On 4/27/21 10:43 PM, Tejun Heo wrote:
> Hello,
> 
> On Mon, Apr 26, 2021 at 02:59:45PM +0800, Abel Wu wrote:
>> When a NUMA node is assigned to numa-service, the workload
>> on that node needs to be moved away fast and complete. The
>> main aspects we cared about on the eviction are as follows:
>>
>> a) it should complete soon enough so that numa-services
>>     won’t wait too long to hurt user experience
>> b) the workloads to be evicted could have massive usage on
>>     memory, and migrating such amount of memory may lead to
>>     a sudden severe performance drop lasting tens of seconds
>>     that some certain workloads may not afford
>> c) the impact of the eviction should be limited within the
>>     source and destination nodes
>> d) cgroup interface is preferred
>>
>> So we come to a thought that:
>>
>> 1) fire up numa-services without waiting for memory migration
>> 2) memory migration can be done asynchronously by using spare
>>     memory bandwidth
>>
>> AutoNUMA seems to be a solution, but its scope is global which
>> violates c&d. And cpuset.memory_migrate performs in a synchronous
> 
> I don't think d) in itself is a valid requirement. How does it violate c)?
> 
>> fashion which breaks a&b. So a mixture of them, the new cgroup2
>> interface cpuset.mems.migration, is introduced.
>>
>> The new cpuset.mems.migration supports three modes:
>>
>>   - "none" mode, meaning migration disabled
>>   - "sync" mode, which is exactly the same as the cgroup v1
>>     interface cpuset.memory_migrate
>>   - "lazy" mode, when walking through all the pages, unlike
>>     cpuset.memory_migrate, it only sets pages to protnone,
>>     and numa faults triggered by later touch will handle the
>>     movement.
> 
> cpuset is already involved in NUMA allocation but it always felt like
> something bolted on - it's weird to have cpu to NUMA node settings at global
> level and then to have possibly conflicting direct NUMA configuration via
> cpuset.
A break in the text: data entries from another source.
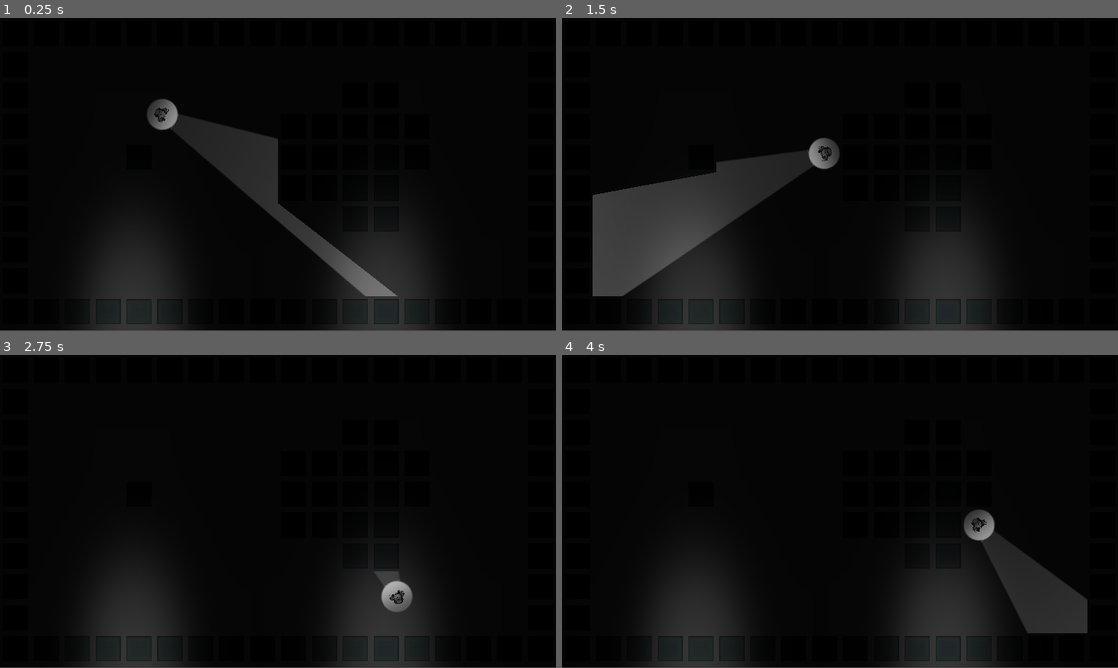
Above: before the commit, frames 1-4 (two rows, left to right).
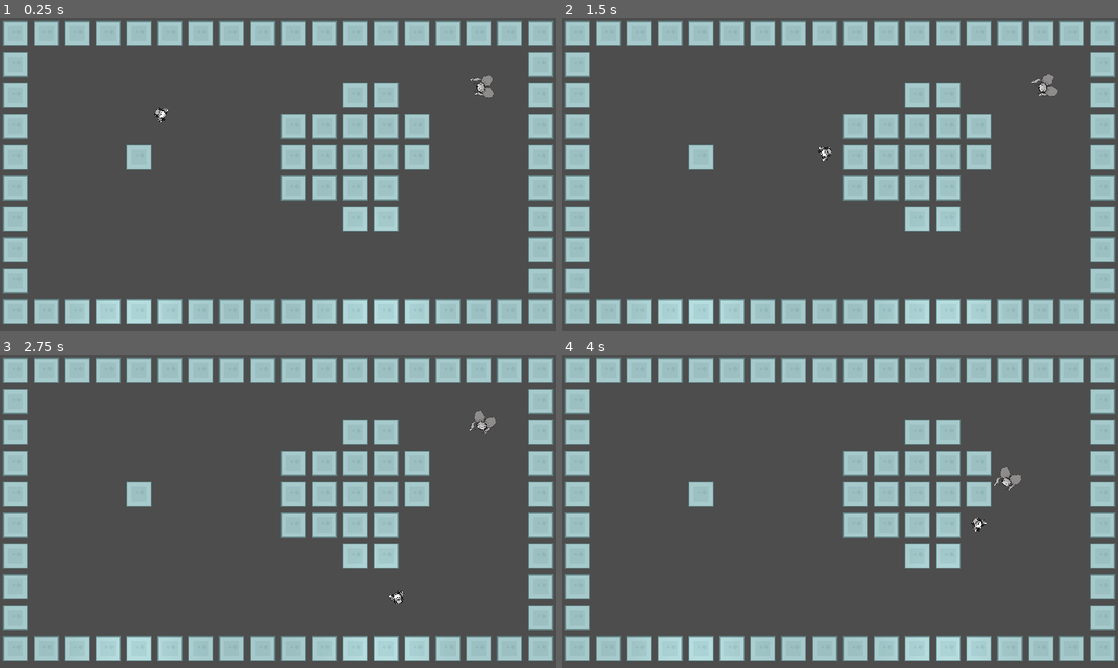
Above: after the commit, the same moments.

Repository: KeichiTS/Ludum_Dare_54
Game: Godot game, scene res://Scenes/map.tscn
Two runs of this game, one before a commit and one after it. Both use one fixed random seed, a clock stepped at 60 frames per second and the inputs below. This scene is started directly instead of the project's main scene.
Inputs (mouse positions are in pixels of both pictures, inside the frame that each line leads up to):
- Up to frame 1 (0.25 s): no input
- Up to frame 2 (1.5 s): tap Enter at 0.5 s; move the mouse to (962, 158) at 0.52 s; hold Right (ui_right) 0.53-1.28 s; move the mouse to (728, 190) at 1.27 s; hold Down (ui_down) from 1.28 s (still down)
- Up to frame 3 (2.75 s): move the mouse to (333, 442) at 2.02 s; release Down (ui_down) at 2.03 s; hold Right (ui_right) from 2.03 s (still down)
- Up to frame 4 (4 s): move the mouse to (812, 574) at 2.77 s; release Right (ui_right) at 2.78 s; hold Up (ui_up) 2.78-3.53 s; move the mouse to (1006, 558) at 3.52 s; hold Left (ui_left) from 3.53 s (still down)

The runs differ from the first frame. In frame 1, 99% of the frame differs, in the area x 0-100%, y 0-100%; in frame 2, 93%; in frame 3, 99%; in frame 4, 99%.

Commit message:
chasing_ia

Diff:
--- a/Scenes/map.tscn
+++ b/Scenes/map.tscn
@@ -1,8 +1,10 @@
-[gd_scene load_steps=7 format=3 uid="uid://c6muxatkdqiwd"]
+[gd_scene load_steps=12 format=3 uid="uid://c6muxatkdqiwd"]
 
 [ext_resource type="Texture2D" uid="uid://gmw2n5v850fb" path="res://Holder_sprites/PNG/Tiles/tile_333.png" id="1_7h3pu"]
 [ext_resource type="PackedScene" uid="uid://dw8b6a4s0lmqd" path="res://Player/player.tscn" id="2_bu5nw"]
 [ext_resource type="Texture2D" uid="uid://cktsikhigqfqp" path="res://assets/light.png" id="3_mocbe"]
+[ext_resource type="Texture2D" uid="uid://dn33wv6umf838" path="res://assets/BARATA-Sheet.png" id="4_1sntl"]
+[ext_resource type="Script" path="res://Scripts/Enemy.gd" id="4_y8txu"]
 
 [sub_resource type="OccluderPolygon2D" id="OccluderPolygon2D_517eh"]
 polygon = PackedVector2Array(-32, -32, 32, -32, 32, 32, -32, 32)
@@ -22,9 +24,19 @@
 physics_layer_0/collision_layer = 1
 sources/1 = SubResource("TileSetAtlasSource_1ntmr")
 
+[sub_resource type="CircleShape2D" id="CircleShape2D_15dlj"]
+radius = 17.2047
+
+[sub_resource type="CircleShape2D" id="CircleShape2D_aqoyg"]
+radius = 278.352
+
+[sub_resource type="CircleShape2D" id="CircleShape2D_4pi0m"]
+radius = 40.0
+
 [node name="Map" type="Node2D"]
 
 [node name="ColorRect" type="ColorRect" parent="."]
+visible = false
 offset_right = 1154.0
 offset_bottom = 647.0
 
@@ -37,18 +49,46 @@
 position = Vector2(336, 200)
 
 [node name="CanvasModulate" type="CanvasModulate" parent="."]
+visible = false
 color = Color(0, 0, 0, 0.929412)
 
 [node name="PointLight2D" type="PointLight2D" parent="."]
 position = Vector2(277, 643)
 rotation = -1.5708
 scale = Vector2(2, 1)
-energy = 0.2
+energy = 0.1
 texture = ExtResource("3_mocbe")
 
 [node name="PointLight2D2" type="PointLight2D" parent="."]
 position = Vector2(795, 623)
 rotation = -1.5708
 scale = Vector2(2, 1)
-energy = 0.2
+energy = 0.1
 texture = ExtResource("3_mocbe")
+
+[node name="Enemy" type="CharacterBody2D" parent="." node_paths=PackedStringArray("target")]
+position = Vector2(1000, 143)
+script = ExtResource("4_y8txu")
+target = NodePath("../Player")
+
+[node name="sprite" type="Sprite2D" parent="Enemy"]
+texture = ExtResource("4_1sntl")
+hframes = 10
+
+[node name="shape" type="CollisionShape2D" parent="Enemy"]
+shape = SubResource("CircleShape2D_15dlj")
+
+[node name="DetectionArea" type="Area2D" parent="Enemy"]
+
+[node name="shape" type="CollisionShape2D" parent="Enemy/DetectionArea"]
+shape = SubResource("CircleShape2D_aqoyg")
+
+[node name="HitBox" type="Area2D" parent="Enemy"]
+
+[node name="shape" type="CollisionShape2D" parent="Enemy/HitBox"]
+shape = SubResource("CircleShape2D_4pi0m")
+
+[node name="anim" type="AnimationPlayer" parent="Enemy"]
+
+[connection signal="body_entered" from="Enemy/DetectionArea" to="Enemy" method="_on_detection_area_body_entered"]
+[connection signal="body_exited" from="Enemy/DetectionArea" to="Enemy" method="_on_detection_area_body_exited"]
--- /dev/null
+++ b/Scripts/Enemy.gd
@@ -0,0 +1,28 @@
+extends CharacterBody2D
+
+
+const SPEED = 150.0
+
+@export var target : Node
+
+var chasing = false
+
+func _physics_process(delta: float) -> void:
+	move_and_look()
+
+func move_and_look():
+	if chasing == true:
+		velocity = position.direction_to(target.position) * SPEED
+		move_and_slide()
+	look_at(target.position)
+
+
+func _on_detection_area_body_entered(body):
+	if body == target:
+		chasing = true
+
+
+
+func _on_detection_area_body_exited(body):
+	if body == target:
+		chasing = false
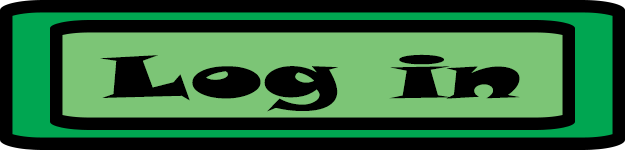
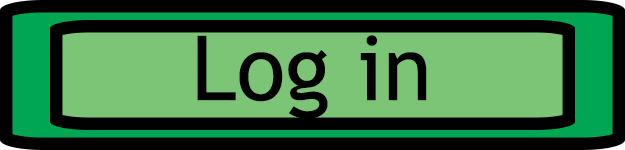
Layered file, before and after one edit (625 × 150). Changes by layer:
painted on "Log in" over bbox(100, 35, 520, 118)
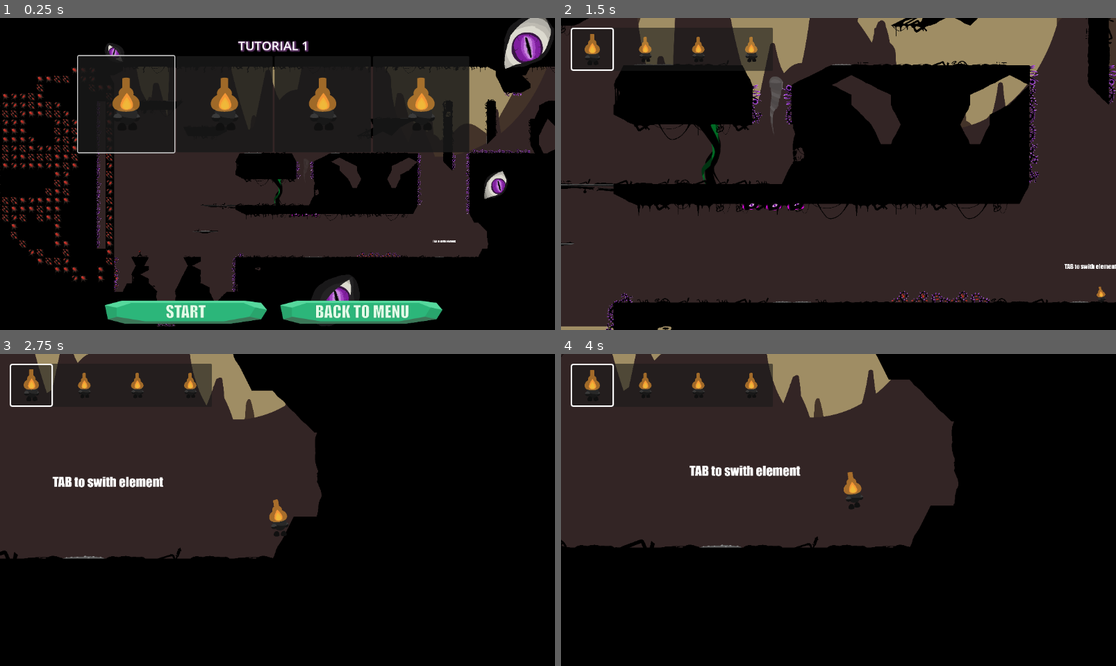
Above: before the commit, frames 1-4 (two rows, left to right).
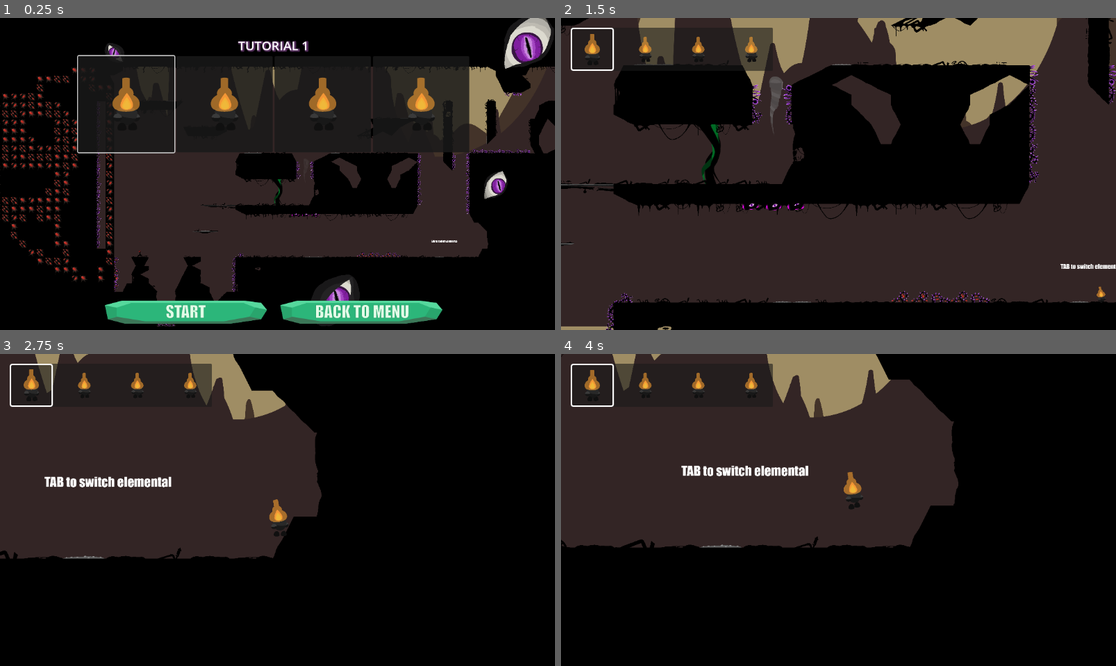
Above: after the commit, the same moments.

Repository: StarikTenger/PlatformerGame2025
Game: Godot game, scene res://levels/level_4.tscn
Same seed, same stepped clock (60 frames per second), same inputs: the game is played once before the commit and once after it. This scene is started directly instead of the project's main scene. Sound files missing from this copy of the repository are replaced by a short silence.
Inputs (mouse positions are in pixels of both pictures, inside the frame that each line leads up to):
- Up to frame 1 (0.25 s): no input
- Up to frame 2 (1.5 s): click (749, 311) at 0.5 s; move the mouse to (960, 158) at 1.27 s; hold D (move_right) from 1.28 s (still down); hold Z (level_overview) from 1.28 s (still down)
- Up to frame 3 (2.75 s): keep holding D (move_right); tap Space (jump) at 1.52, 2.27 s; tap Enter at 2 s; move the mouse to (166, 525) at 2.02 s; release Z (level_overview) at 2.03 s; tap P (special_action) at 2.1 s
- Up to frame 4 (4 s): move the mouse to (894, 441) at 2.77 s; release D (move_right) at 2.78 s; hold A (move_left) 2.78-3.53 s; hold Tab (switch_char) 2.78-3.53 s; move the mouse to (810, 572) at 3.52 s; hold D (move_right) from 3.53 s (still down); tap Z (level_overview) at 3.6 s; tap Space (jump) at 3.77 s

The runs differ from the first frame. In frame 1, less than 0.1% of the frame differs, in the area x 77-83%, y 71-72%; in frame 2, 0.1%; in frame 3, 0.5%; in frame 4, 0.5%, in the area x 21-45%, y 35-40%.

Commit message:
lvl4" "tab to switch element"

Diff:
--- a/levels/level_4.tscn
+++ b/levels/level_4.tscn
@@ -40,7 +40,7 @@
 offset_top = 6609.0
 offset_right = 1691.0
 offset_bottom = 6666.0
-text = "TAB to swith element"
+text = "TAB to switch elemental"
 label_settings = SubResource("LabelSettings_5722l")
 horizontal_alignment = 1

My preference would be putting as much configuration as possible on
> the mm / autonuma side and let cpuset's node confinements further restrict
> their operations rather than cpuset having its own set of policy
> configurations.
> 
> Johannes, what are your thoughts?
> 
> Thanks.
>
Johannes Weiner May 5, 2021, 10:30 p.m. UTC | #4
On Tue, Apr 27, 2021 at 10:43:31AM -0400, Tejun Heo wrote:
> Hello,
> 
> On Mon, Apr 26, 2021 at 02:59:45PM +0800, Abel Wu wrote:
> > When a NUMA node is assigned to numa-service, the workload
> > on that node needs to be moved away fast and complete. The
> > main aspects we cared about on the eviction are as follows:
> > 
> > a) it should complete soon enough so that numa-services
> >    won’t wait too long to hurt user experience
> > b) the workloads to be evicted could have massive usage on
> >    memory, and migrating such amount of memory may lead to
> >    a sudden severe performance drop lasting tens of seconds
> >    that some certain workloads may not afford
> > c) the impact of the eviction should be limited within the
> >    source and destination nodes
> > d) cgroup interface is preferred
> > 
> > So we come to a thought that:
> > 
> > 1) fire up numa-services without waiting for memory migration
> > 2) memory migration can be done asynchronously by using spare
> >    memory bandwidth
> > 
> > AutoNUMA seems to be a solution, but its scope is global which
> > violates c&d. And cpuset.memory_migrate performs in a synchronous
> 
> I don't think d) in itself is a valid requirement. How does it violate c)?
> 
> > fashion which breaks a&b. So a mixture of them, the new cgroup2
> > interface cpuset.mems.migration, is introduced.
> > 
> > The new cpuset.mems.migration supports three modes:
> > 
> >  - "none" mode, meaning migration disabled
> >  - "sync" mode, which is exactly the same as the cgroup v1
> >    interface cpuset.memory_migrate
> >  - "lazy" mode, when walking through all the pages, unlike
> >    cpuset.memory_migrate, it only sets pages to protnone,
> >    and numa faults triggered by later touch will handle the
> >    movement.
> 
> cpuset is already involved in NUMA allocation but it always felt like
> something bolted on - it's weird to have cpu to NUMA node settings at global
> level and then to have possibly conflicting direct NUMA configuration via
> cpuset. My preference would be putting as much configuration as possible on
> the mm / autonuma side and let cpuset's node confinements further restrict
> their operations rather than cpuset having its own set of policy
> configurations.
> 
> Johannes, what are your thoughts?

This is basically a cgroup interface for the existing MPOL_MF_LAZY /
MPOL_F_MOF flags, which are per task (set_mempolicy()) and per-vma
(mbind()) scope respectively. They're not per-node, so cannot be
cgroupified through cpuset's node restrictions alone, and I understand
why a cgroup interface could be convenient.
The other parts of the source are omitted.